Given records:
━━━━━━━━━━━━━━━━

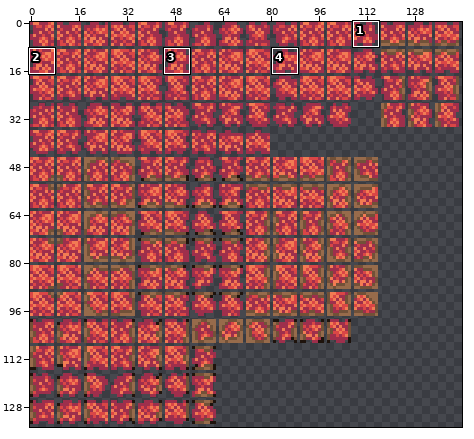
A sprite sheet gets an edit: Tiles/EndlessSea/YellowCoralBlock.png. Above: a wide view before the commit, with the close-up outlined.
Close-up. The starting point:
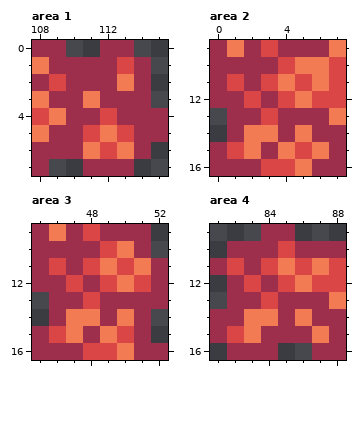
The file is 288x270 pixels, drawn in blocks of 2x2; one block is one cell here. Shown: area 1: x 108..115, y 0..7; area 2: x 0..7, y 9..16; area 3: x 45..52, y 9..16; area 4: x 81..88, y 9..16. The commit also changed other parts of the picture, which this record leaves out.
New version:
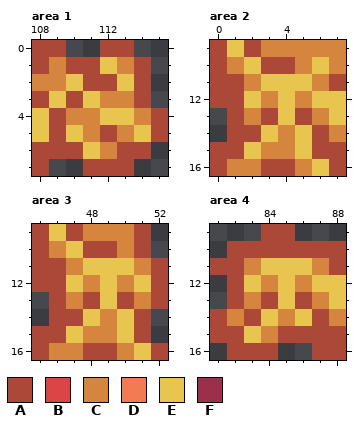
Palette (. is transparent): A #ac4837  B #da4646  C #d5853d  D #f27b53  E #e8c54f  F #9e2f4c
What changed:
Changed rows in their new state; - is an unchanged pixel.
Area 1:
first column x 108:
0 AA--AA--
1 ACAAECA-
2 CCEAAEA-
3 AEAECCA-
4 EACCEECA
5 EAECACEA
6 AAAECAA-
7 A--AAA--
Area 2:
first column x 0:
 9 AEACCCCC
10 ACEAACEC
11 AACEEECA
12 AAECECEE
13 -ACAEACE
14 -AAECEAC
15 AAECCEAA
16 ACCAACEA
Area 3:
first column x 45:
 9 AEACCCA-
10 ACEAACA-
11 AACEEECA
12 AAECECEA
13 -ACAEACA
14 -AAECEA-
15 AAECCEA-
16 ACCAACEA
Area 4:
first column x 81:
 9 ---AA---
10 -AAAAAAA
11 AACEEECA
12 -AECECEE
13 -ACAEACE
14 ACAECEAC
15 AAECAAAA
16 -AAA--AA

━━━━━━━━━━━━━━━━

What to do:
Return the listing verbatim, pictures excluded.

Finished task:
A sprite sheet gets an edit: Tiles/EndlessSea/YellowCoralBlock.png. Above: a wide view before the commit, with the close-up outlined.
Close-up. The starting point:
The file is 288x270 pixels, drawn in blocks of 2x2; one block is one cell here. Shown: area 1: x 108..115, y 0..7; area 2: x 0..7, y 9..16; area 3: x 45..52, y 9..16; area 4: x 81..88, y 9..16. The commit also changed other parts of the picture, which this record leaves out.
New version:
Palette (. is transparent): A #ac4837  B #da4646  C #d5853d  D #f27b53  E #e8c54f  F #9e2f4c
What changed:
Changed rows in their new state; - is an unchanged pixel.
Area 1:
first column x 108:
0 AA--AA--
1 ACAAECA-
2 CCEAAEA-
3 AEAECCA-
4 EACCEECA
5 EAECACEA
6 AAAECAA-
7 A--AAA--
Area 2:
first column x 0:
 9 AEACCCCC
10 ACEAACEC
11 AACEEECA
12 AAECECEE
13 -ACAEACE
14 -AAECEAC
15 AAECCEAA
16 ACCAACEA
Area 3:
first column x 45:
 9 AEACCCA-
10 ACEAACA-
11 AACEEECA
12 AAECECEA
13 -ACAEACA
14 -AAECEA-
15 AAECCEA-
16 ACCAACEA
Area 4:
first column x 81:
 9 ---AA---
10 -AAAAAAA
11 AACEEECA
12 -AECECEE
13 -ACAEACE
14 ACAECEAC
15 AAECAAAA
16 -AAA--AA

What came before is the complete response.